----- Material supplied

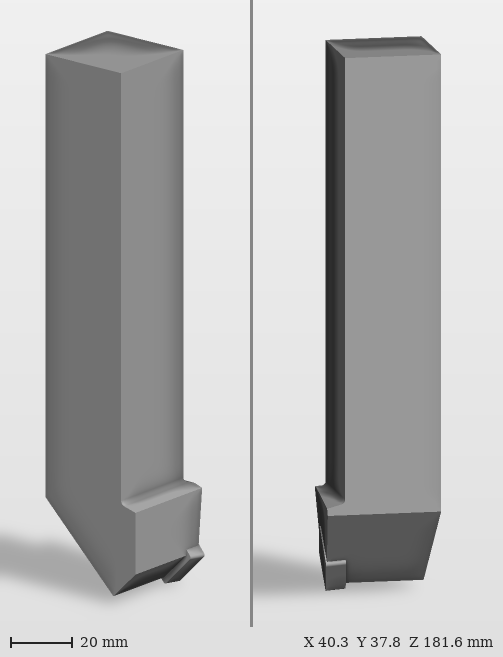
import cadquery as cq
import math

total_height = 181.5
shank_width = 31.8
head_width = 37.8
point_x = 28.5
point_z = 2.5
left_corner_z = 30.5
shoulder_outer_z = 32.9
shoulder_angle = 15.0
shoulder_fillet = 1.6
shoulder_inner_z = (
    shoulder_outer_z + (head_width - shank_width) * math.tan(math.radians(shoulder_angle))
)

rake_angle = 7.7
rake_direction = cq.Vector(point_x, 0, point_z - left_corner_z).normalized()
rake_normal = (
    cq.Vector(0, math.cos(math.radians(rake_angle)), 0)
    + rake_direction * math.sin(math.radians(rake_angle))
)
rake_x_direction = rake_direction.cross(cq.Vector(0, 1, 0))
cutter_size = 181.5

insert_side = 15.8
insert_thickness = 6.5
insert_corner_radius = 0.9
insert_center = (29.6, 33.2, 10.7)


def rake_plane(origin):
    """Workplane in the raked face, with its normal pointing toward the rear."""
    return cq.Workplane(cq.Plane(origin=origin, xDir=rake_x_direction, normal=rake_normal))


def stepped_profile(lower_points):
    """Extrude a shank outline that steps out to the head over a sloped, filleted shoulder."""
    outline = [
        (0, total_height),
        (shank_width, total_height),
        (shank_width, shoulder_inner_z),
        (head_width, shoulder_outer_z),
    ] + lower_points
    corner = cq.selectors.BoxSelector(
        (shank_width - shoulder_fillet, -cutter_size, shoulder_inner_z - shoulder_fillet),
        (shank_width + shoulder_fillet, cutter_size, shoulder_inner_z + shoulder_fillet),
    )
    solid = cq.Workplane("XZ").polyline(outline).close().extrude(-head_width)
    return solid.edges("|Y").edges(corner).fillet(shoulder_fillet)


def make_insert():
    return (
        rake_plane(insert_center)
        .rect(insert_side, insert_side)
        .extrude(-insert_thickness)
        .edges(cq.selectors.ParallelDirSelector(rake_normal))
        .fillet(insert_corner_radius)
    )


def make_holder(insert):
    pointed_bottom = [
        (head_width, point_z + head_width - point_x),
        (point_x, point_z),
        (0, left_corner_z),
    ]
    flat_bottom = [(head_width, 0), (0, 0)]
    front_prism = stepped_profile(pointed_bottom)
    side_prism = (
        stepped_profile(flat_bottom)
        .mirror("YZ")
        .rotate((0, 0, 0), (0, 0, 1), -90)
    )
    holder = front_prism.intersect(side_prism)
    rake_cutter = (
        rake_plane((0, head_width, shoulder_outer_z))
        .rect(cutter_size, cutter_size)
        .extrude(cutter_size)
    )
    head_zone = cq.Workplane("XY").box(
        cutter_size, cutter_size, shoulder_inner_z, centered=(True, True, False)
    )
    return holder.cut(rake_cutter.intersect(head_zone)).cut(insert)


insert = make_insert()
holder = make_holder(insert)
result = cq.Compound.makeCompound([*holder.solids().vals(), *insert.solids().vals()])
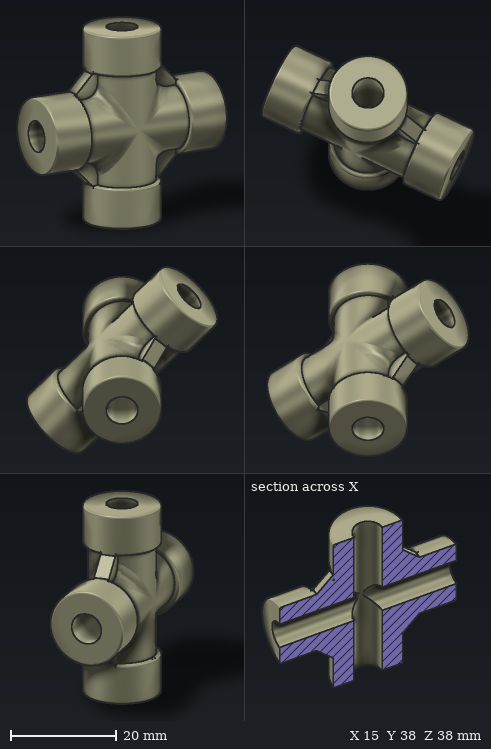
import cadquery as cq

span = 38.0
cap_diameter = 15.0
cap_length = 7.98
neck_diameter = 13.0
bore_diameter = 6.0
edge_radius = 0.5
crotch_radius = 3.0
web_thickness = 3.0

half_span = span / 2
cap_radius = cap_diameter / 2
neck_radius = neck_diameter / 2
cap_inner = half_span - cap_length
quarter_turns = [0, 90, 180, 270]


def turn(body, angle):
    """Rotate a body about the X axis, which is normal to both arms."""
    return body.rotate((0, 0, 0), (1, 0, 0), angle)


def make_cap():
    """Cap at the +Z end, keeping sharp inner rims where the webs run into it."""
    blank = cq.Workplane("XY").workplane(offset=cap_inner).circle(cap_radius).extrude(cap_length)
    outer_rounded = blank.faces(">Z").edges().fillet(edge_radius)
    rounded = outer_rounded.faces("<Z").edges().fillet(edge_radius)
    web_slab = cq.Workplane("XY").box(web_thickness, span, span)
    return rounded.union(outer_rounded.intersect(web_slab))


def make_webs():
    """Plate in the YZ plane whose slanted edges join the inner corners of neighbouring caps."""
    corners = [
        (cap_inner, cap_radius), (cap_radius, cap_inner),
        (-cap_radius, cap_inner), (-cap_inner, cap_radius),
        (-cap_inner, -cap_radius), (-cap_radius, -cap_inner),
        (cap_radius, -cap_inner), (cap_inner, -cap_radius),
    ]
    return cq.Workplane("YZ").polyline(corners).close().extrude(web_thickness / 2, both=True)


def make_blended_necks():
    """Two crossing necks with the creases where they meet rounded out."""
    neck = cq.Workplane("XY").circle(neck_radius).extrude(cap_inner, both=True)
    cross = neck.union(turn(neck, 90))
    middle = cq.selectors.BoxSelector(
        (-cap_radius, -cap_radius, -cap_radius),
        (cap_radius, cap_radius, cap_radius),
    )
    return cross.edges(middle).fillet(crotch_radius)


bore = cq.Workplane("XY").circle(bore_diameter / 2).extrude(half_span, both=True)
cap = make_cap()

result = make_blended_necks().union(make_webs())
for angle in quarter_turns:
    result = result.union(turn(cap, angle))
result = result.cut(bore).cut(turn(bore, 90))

----------

▶ _What to produce_:
Go through the records and repeat each one exactly, skipping anything that is a picture.

▶ _Solution below_:
import cadquery as cq
import math

total_height = 181.5
shank_width = 31.8
head_width = 37.8
point_x = 28.5
point_z = 2.5
left_corner_z = 30.5
shoulder_outer_z = 32.9
shoulder_angle = 15.0
shoulder_fillet = 1.6
shoulder_inner_z = (
    shoulder_outer_z + (head_width - shank_width) * math.tan(math.radians(shoulder_angle))
)

rake_angle = 7.7
rake_direction = cq.Vector(point_x, 0, point_z - left_corner_z).normalized()
rake_normal = (
    cq.Vector(0, math.cos(math.radians(rake_angle)), 0)
    + rake_direction * math.sin(math.radians(rake_angle))
)
rake_x_direction = rake_direction.cross(cq.Vector(0, 1, 0))
cutter_size = 181.5

insert_side = 15.8
insert_thickness = 6.5
insert_corner_radius = 0.9
insert_center = (29.6, 33.2, 10.7)


def rake_plane(origin):
    """Workplane in the raked face, with its normal pointing toward the rear."""
    return cq.Workplane(cq.Plane(origin=origin, xDir=rake_x_direction, normal=rake_normal))


def stepped_profile(lower_points):
    """Extrude a shank outline that steps out to the head over a sloped, filleted shoulder."""
    outline = [
        (0, total_height),
        (shank_width, total_height),
        (shank_width, shoulder_inner_z),
        (head_width, shoulder_outer_z),
    ] + lower_points
    corner = cq.selectors.BoxSelector(
        (shank_width - shoulder_fillet, -cutter_size, shoulder_inner_z - shoulder_fillet),
        (shank_width + shoulder_fillet, cutter_size, shoulder_inner_z + shoulder_fillet),
    )
    solid = cq.Workplane("XZ").polyline(outline).close().extrude(-head_width)
    return solid.edges("|Y").edges(corner).fillet(shoulder_fillet)


def make_insert():
    return (
        rake_plane(insert_center)
        .rect(insert_side, insert_side)
        .extrude(-insert_thickness)
        .edges(cq.selectors.ParallelDirSelector(rake_normal))
        .fillet(insert_corner_radius)
    )


def make_holder(insert):
    pointed_bottom = [
        (head_width, point_z + head_width - point_x),
        (point_x, point_z),
        (0, left_corner_z),
    ]
    flat_bottom = [(head_width, 0), (0, 0)]
    front_prism = stepped_profile(pointed_bottom)
    side_prism = (
        stepped_profile(flat_bottom)
        .mirror("YZ")
        .rotate((0, 0, 0), (0, 0, 1), -90)
    )
    holder = front_prism.intersect(side_prism)
    rake_cutter = (
        rake_plane((0, head_width, shoulder_outer_z))
        .rect(cutter_size, cutter_size)
        .extrude(cutter_size)
    )
    head_zone = cq.Workplane("XY").box(
        cutter_size, cutter_size, shoulder_inner_z, centered=(True, True, False)
    )
    return holder.cut(rake_cutter.intersect(head_zone)).cut(insert)


insert = make_insert()
holder = make_holder(insert)
result = cq.Compound.makeCompound([*holder.solids().vals(), *insert.solids().vals()])
import cadquery as cq

span = 38.0
cap_diameter = 15.0
cap_length = 7.98
neck_diameter = 13.0
bore_diameter = 6.0
edge_radius = 0.5
crotch_radius = 3.0
web_thickness = 3.0

half_span = span / 2
cap_radius = cap_diameter / 2
neck_radius = neck_diameter / 2
cap_inner = half_span - cap_length
quarter_turns = [0, 90, 180, 270]


def turn(body, angle):
    """Rotate a body about the X axis, which is normal to both arms."""
    return body.rotate((0, 0, 0), (1, 0, 0), angle)


def make_cap():
    """Cap at the +Z end, keeping sharp inner rims where the webs run into it."""
    blank = cq.Workplane("XY").workplane(offset=cap_inner).circle(cap_radius).extrude(cap_length)
    outer_rounded = blank.faces(">Z").edges().fillet(edge_radius)
    rounded = outer_rounded.faces("<Z").edges().fillet(edge_radius)
    web_slab = cq.Workplane("XY").box(web_thickness, span, span)
    return rounded.union(outer_rounded.intersect(web_slab))


def make_webs():
    """Plate in the YZ plane whose slanted edges join the inner corners of neighbouring caps."""
    corners = [
        (cap_inner, cap_radius), (cap_radius, cap_inner),
        (-cap_radius, cap_inner), (-cap_inner, cap_radius),
        (-cap_inner, -cap_radius), (-cap_radius, -cap_inner),
        (cap_radius, -cap_inner), (cap_inner, -cap_radius),
    ]
    return cq.Workplane("YZ").polyline(corners).close().extrude(web_thickness / 2, both=True)


def make_blended_necks():
    """Two crossing necks with the creases where they meet rounded out."""
    neck = cq.Workplane("XY").circle(neck_radius).extrude(cap_inner, both=True)
    cross = neck.union(turn(neck, 90))
    middle = cq.selectors.BoxSelector(
        (-cap_radius, -cap_radius, -cap_radius),
        (cap_radius, cap_radius, cap_radius),
    )
    return cross.edges(middle).fillet(crotch_radius)


bore = cq.Workplane("XY").circle(bore_diameter / 2).extrude(half_span, both=True)
cap = make_cap()

result = make_blended_necks().union(make_webs())
for angle in quarter_turns:
    result = result.union(turn(cap, angle))
result = result.cut(bore).cut(turn(bore, 90))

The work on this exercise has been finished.